GP recruitment figures from HEE show 152 more trainees have been accepted into posts compared to the same time last year, a boost welcomed by the RCGP.
The proportion of available posts filled at this stage has risen by one percentage point from round one last year, which saw 69% of posts filled at this stage, but the total number of available places has risen 148 from 3,117 to 3,265.
Around 30% of places remain unfilled for the second round of GP recruitment, which historically attracts fewer applicants than the first.
HEE does not usually release recruitment figures until the whole year of recruitment is over, but said it decided to provide the data to help trainees plan their applications and see which specialties still have posts available.
GPonline reported last week that there appeared to have been a surge in GP trainee uptake, after a re-advertisement for the recruitment round on the GP National Recruitment Office (GPNRO) website showed the number of available places had drastically reduced. The official figures are slightly more modest than this estimate.
But the HEE figures show that general practice is the second-least filled of all specialties.

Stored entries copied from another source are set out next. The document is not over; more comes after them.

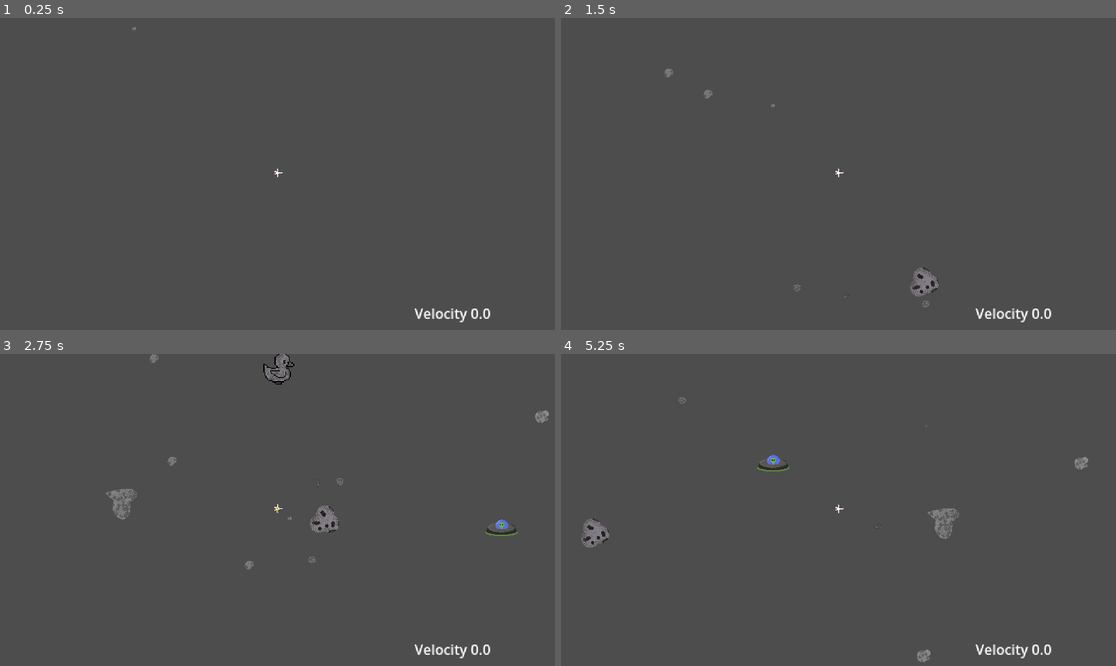
Above: before the commit, frames 1-4 (two rows, left to right).
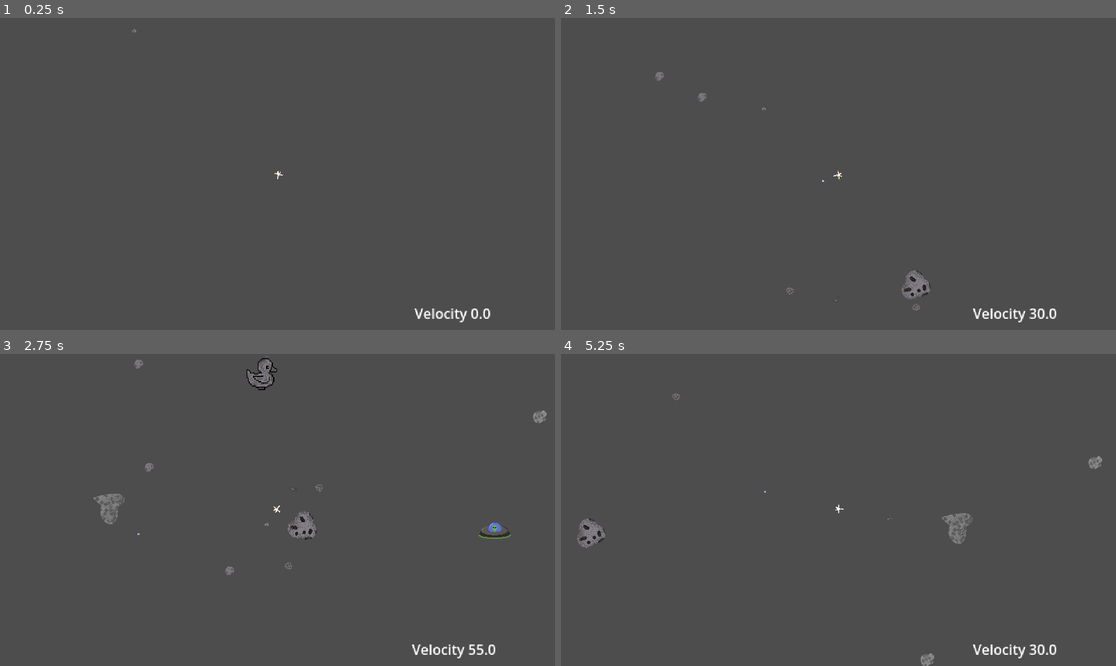
Above: after the commit, the same moments.

Repository: P3dr0-1702/final-reality
Game: Godot game, scene res://scenes/space.tscn
Two runs of this game, one before a commit and one after it. Both use one fixed random seed, a clock stepped at 60 frames per second and the inputs below.
Inputs (mouse positions are in pixels of both pictures, inside the frame that each line leads up to):
- Up to frame 1 (0.25 s): no input
- Up to frame 2 (1.5 s): move the mouse to (960, 158) at 0.52 s; click (960, 158) at 0.6 s; move the mouse to (727, 189) at 1.27 s; tap Space (shoot) at 1.35 s
- Up to frame 3 (2.75 s): move the mouse to (333, 441) at 2.02 s; click (333, 441) at 2.1 s
- Up to frame 4 (5.25 s): move the mouse to (810, 572) at 2.77 s; tap Space (shoot) at 2.85, 4.35 s; move the mouse to (1005, 556) at 3.52 s; click (1005, 556) at 3.6 s; move the mouse to (672, 463) at 4.27 s; move the mouse to (866, 510) at 5.02 s; click (866, 510) at 5.1 s

The runs differ from the first frame. In frame 1, less than 0.1% of the frame differs, in the area x 23-52%, y 2-52%; in frame 2, 0.9%; in frame 3, 2.1%, in the area x 16-99%, y 0-98%; in frame 4, 1.3%.
Error before the commit: Parse Error: Variable "death" has the same name as a previously declared variable. (res://scripts/player_move.gd:8)

Commit message:
fixed typo

Diff:
--- a/scripts/player_move.gd
+++ b/scripts/player_move.gd
@@ -5,7 +5,6 @@
 @onready var scene = preload("res://scenes/Bullet.tscn")
 @onready var death: Area2D = $death
 
-@onready var death: Area2D = $death
 
 func _physics_process(delta: float) -> void:
 	if death.died:

Core psychiatry training was the only one with a lower fill-rate of 67%.
This is offset by the fact that general practice accounts for significantly more posts than all other specialties, accounting for close to half of overall places.
Core surgical training, clinical radiology and ophthalmology were among the specialties that managed to already attain 100% fill-rates.
RCGP chairwoman Dr Maureen Baker welcomed the figures, expressing hopes that the rise in GP trainee numbers could be the ‘start of a turning tide’ for recruitment.
Future of general practice
She added that she had written a letter to all foundation doctors encouraging them to join the GP profession.
‘Creating the number of GPs we need is a challenging task, so this increase in GP numbers is a fantastic step in the right direction,’ she said.
‘This is a vote of confidence in GPs and the future of general practice – and excellent news for our patients who will ultimately benefit.
‘We hope this will be the start of a turning tide. It is a testament to the sterling work of our faculties, practising GPs and university GP societies who are going all out to promote our fantastic profession and illustrate to future generations what an exciting, challenging and stimulating career being a GP can be.
‘We now need to ensure that general practice is fully supported. General practice is the cornerstone of the health service. We keep the NHS sustainable and our patients safe - but we desperately need more resources and more GPs so that we can continue to provide excellent patient care.’